*** SUPPLIED INFORMATION ***
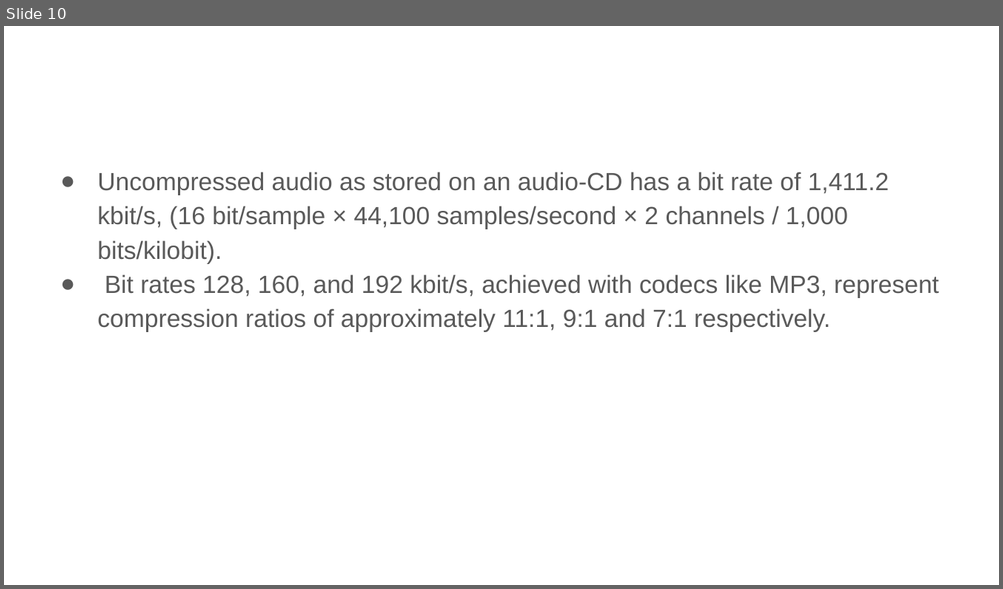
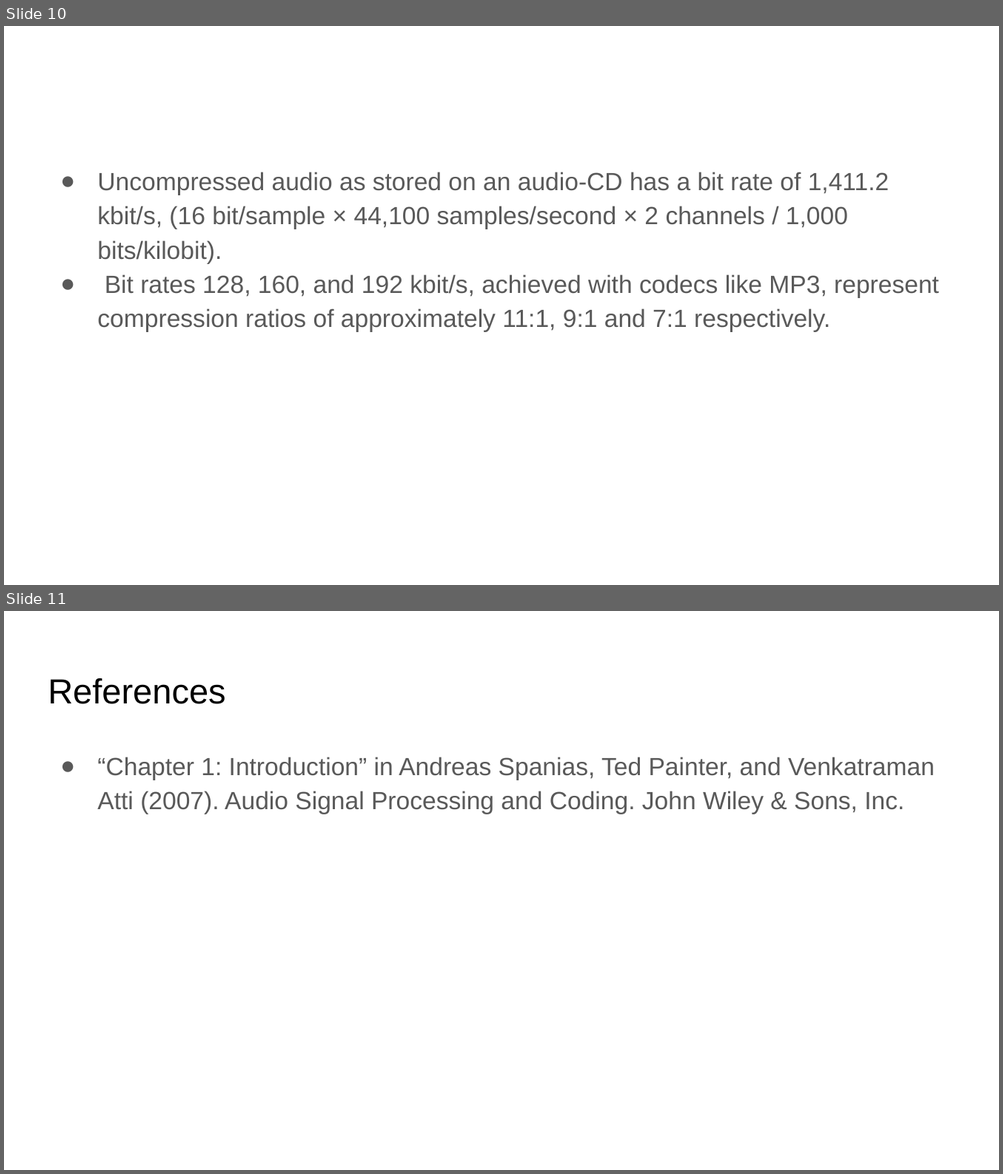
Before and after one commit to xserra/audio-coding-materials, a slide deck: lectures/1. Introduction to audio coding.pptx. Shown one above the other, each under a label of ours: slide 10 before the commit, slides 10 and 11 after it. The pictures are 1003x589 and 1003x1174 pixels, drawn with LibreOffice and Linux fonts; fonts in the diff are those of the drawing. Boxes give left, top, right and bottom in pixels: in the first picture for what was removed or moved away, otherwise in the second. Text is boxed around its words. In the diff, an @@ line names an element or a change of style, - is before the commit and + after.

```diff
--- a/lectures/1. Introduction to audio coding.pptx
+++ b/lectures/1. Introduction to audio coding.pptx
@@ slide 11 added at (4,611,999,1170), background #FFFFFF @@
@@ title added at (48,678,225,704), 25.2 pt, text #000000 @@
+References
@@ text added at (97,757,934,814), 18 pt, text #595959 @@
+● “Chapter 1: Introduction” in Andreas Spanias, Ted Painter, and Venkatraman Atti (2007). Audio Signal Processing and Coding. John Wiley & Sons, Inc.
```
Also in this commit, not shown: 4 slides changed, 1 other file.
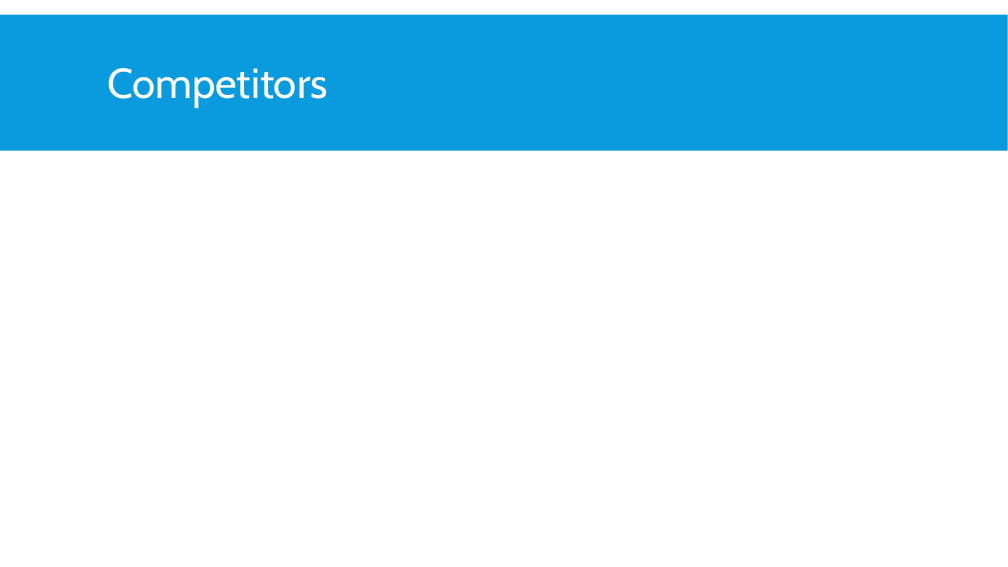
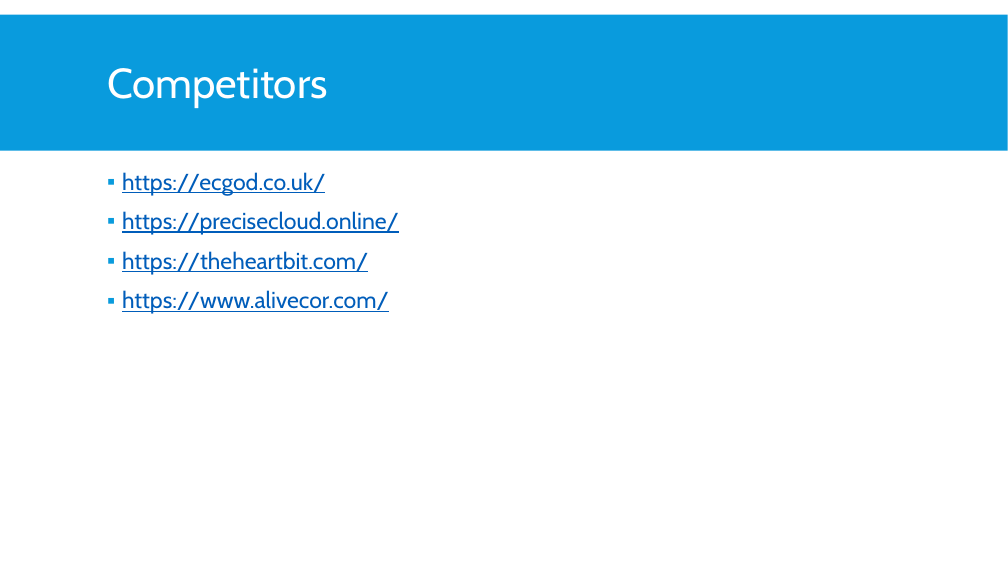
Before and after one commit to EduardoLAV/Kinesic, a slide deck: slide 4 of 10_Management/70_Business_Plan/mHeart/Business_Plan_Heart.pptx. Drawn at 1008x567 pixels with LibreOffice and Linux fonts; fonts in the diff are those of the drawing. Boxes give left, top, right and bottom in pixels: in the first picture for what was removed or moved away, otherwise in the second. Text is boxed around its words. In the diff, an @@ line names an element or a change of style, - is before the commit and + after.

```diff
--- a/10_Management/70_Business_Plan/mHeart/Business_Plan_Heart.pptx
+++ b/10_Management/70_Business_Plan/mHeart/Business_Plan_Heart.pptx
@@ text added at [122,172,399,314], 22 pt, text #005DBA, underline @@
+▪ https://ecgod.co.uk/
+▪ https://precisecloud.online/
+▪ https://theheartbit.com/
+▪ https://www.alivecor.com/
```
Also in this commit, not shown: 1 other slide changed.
*** End of SUPPLIED INFORMATION ***
- _EXERCISE REQUIREMENTS_: Start at the line containing "Before and after one commit to EduardoLAV/Kinesic, a" and print each line exactly until the listing ends, keeping the final line too.

- _SOLUTION TO THIS EXERCISE_:
Before and after one commit to EduardoLAV/Kinesic, a slide deck: slide 4 of 10_Management/70_Business_Plan/mHeart/Business_Plan_Heart.pptx. Drawn at 1008x567 pixels with LibreOffice and Linux fonts; fonts in the diff are those of the drawing. Boxes give left, top, right and bottom in pixels: in the first picture for what was removed or moved away, otherwise in the second. Text is boxed around its words. In the diff, an @@ line names an element or a change of style, - is before the commit and + after.

```diff
--- a/10_Management/70_Business_Plan/mHeart/Business_Plan_Heart.pptx
+++ b/10_Management/70_Business_Plan/mHeart/Business_Plan_Heart.pptx
@@ text added at [122,172,399,314], 22 pt, text #005DBA, underline @@
+▪ https://ecgod.co.uk/
+▪ https://precisecloud.online/
+▪ https://theheartbit.com/
+▪ https://www.alivecor.com/
```
Also in this commit, not shown: 1 other slide changed.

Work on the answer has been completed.